Still, so long as Germany does not know what it wants, the EU will struggle to make any big steps forward. (That’s why my hope lies in smaller coalitions of the willing — see Other readables below.) And Germany’s disorientation is striking. The country’s inability to decide what it would like its future to be is one reason why a government that promised so much renewal when elected three years ago is now widely panned as dysfunctional. The sense of drift must surely also be one reason behind the country’s protracted recession.

Today I report on two events last week that, together, perfectly illustrate the rift in German public and elite opinion about where the country (and Europe) needs to turn, economically but also by extension geopolitically.

As I mentioned last week, I spent a few days at the Berlin Global Dialogue, an impressive gathering of German, European and global business and political leaders. French President Emmanuel Macron attended. So did ministers from the German government and many other countries.

Among the many people I chatted with was UniCredit economist Erik Nielsen, whose latest Sunday note gives a nice — and upbeat — impression of the event. The theme of the conference was to “(re-)establish common ground”, “focus on areas where co-operation is possible — rather than not co-operating at all”, and “bridge [varying local] perspectives”. Nielsen took away a hint of convergence of Franco-German differences. My much less optimistic take is that “bridging differences” is code for a yearning to return to a less geopolitical world — or at least a world where geopolitics does not get in the way of business.

Geopolitics or anything else, really. In addition to worries about losing the Chinese market, my conversations on the sidelines were rife with rebelliousness against the burdens businesses feel are placed on them in the name of decarbonisation and other good causes. Deregulation, simplification, and generally for government authorities (at both national and EU level) to get out of the way, were the leitmotifs. And Berlin practises what it preaches: the government is passing a “growth initiative” package of structural reforms it hopes will raise the long-term growth rate by 0.5 percentage points (though independent economists are less optimistic).

I heard many calls for “technological neutrality”. That is to say: decarbonisation, yes, but don’t favour any particular technology. It is hard not to see this in the context of Germany’s struggle with the shift to electric cars and rearguard action to carve out a future for its internal combustion engine (ICE) manufacturing. I found telling German finance minister Christian Lindner’s suggestion to his Saudi counterpart Mohammed al-Jadaan (available on video here) that cheap Saudi energy could be used to produce synthetic fuels “which could make the transformation [of Germany’s] mobility sector much easier”.

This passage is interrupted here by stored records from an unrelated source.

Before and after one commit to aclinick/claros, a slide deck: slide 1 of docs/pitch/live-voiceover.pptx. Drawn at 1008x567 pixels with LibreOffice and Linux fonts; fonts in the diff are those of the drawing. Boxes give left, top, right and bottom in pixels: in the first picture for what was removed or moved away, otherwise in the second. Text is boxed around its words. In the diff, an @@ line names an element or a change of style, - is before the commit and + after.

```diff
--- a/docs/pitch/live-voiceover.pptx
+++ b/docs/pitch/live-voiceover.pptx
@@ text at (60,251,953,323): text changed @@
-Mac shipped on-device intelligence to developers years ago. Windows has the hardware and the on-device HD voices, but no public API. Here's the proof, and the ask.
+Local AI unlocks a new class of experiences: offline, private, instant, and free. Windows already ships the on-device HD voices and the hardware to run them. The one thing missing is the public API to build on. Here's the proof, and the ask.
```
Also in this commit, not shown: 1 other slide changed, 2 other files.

So I left Berlin with the strong impression that much of Germany’s elite has taken fright from the future and is now hunkering down in defence of how the country has always done things. But I heard quite different tones from the other end of Germany, where on the same day as the Berlin Global Dialogue, the European Central Bank’s Isabel Schnabel gave the Walter Eucken lecture at the Eucken Institut in Freiburg, the high temple of German ordoliberalism.

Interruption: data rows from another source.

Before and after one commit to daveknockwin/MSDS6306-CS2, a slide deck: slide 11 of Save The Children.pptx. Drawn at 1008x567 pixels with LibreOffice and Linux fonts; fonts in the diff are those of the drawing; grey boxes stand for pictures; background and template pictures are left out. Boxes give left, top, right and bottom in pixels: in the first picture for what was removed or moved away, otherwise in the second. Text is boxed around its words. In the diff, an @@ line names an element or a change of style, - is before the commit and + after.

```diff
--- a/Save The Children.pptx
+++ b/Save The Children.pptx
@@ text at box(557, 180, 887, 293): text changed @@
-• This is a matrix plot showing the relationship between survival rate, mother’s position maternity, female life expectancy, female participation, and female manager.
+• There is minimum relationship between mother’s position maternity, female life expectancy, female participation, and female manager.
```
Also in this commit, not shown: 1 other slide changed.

Schnabel’s very good speech was billed as about escaping stagnation in the Eurozone. But read it closely, and the strongest messages seem to me to be directed at Germany, warning the country against the resistance to change I detected in Berlin. (Schnabel has form on knocking down German shibboleths in symbolic locations: she once gave a spirited defence of the ECB in Karlsruhe, the seat of the German Constitutional Court, whose dislike for the central bank is well known.) Below I reproduce some of her charts.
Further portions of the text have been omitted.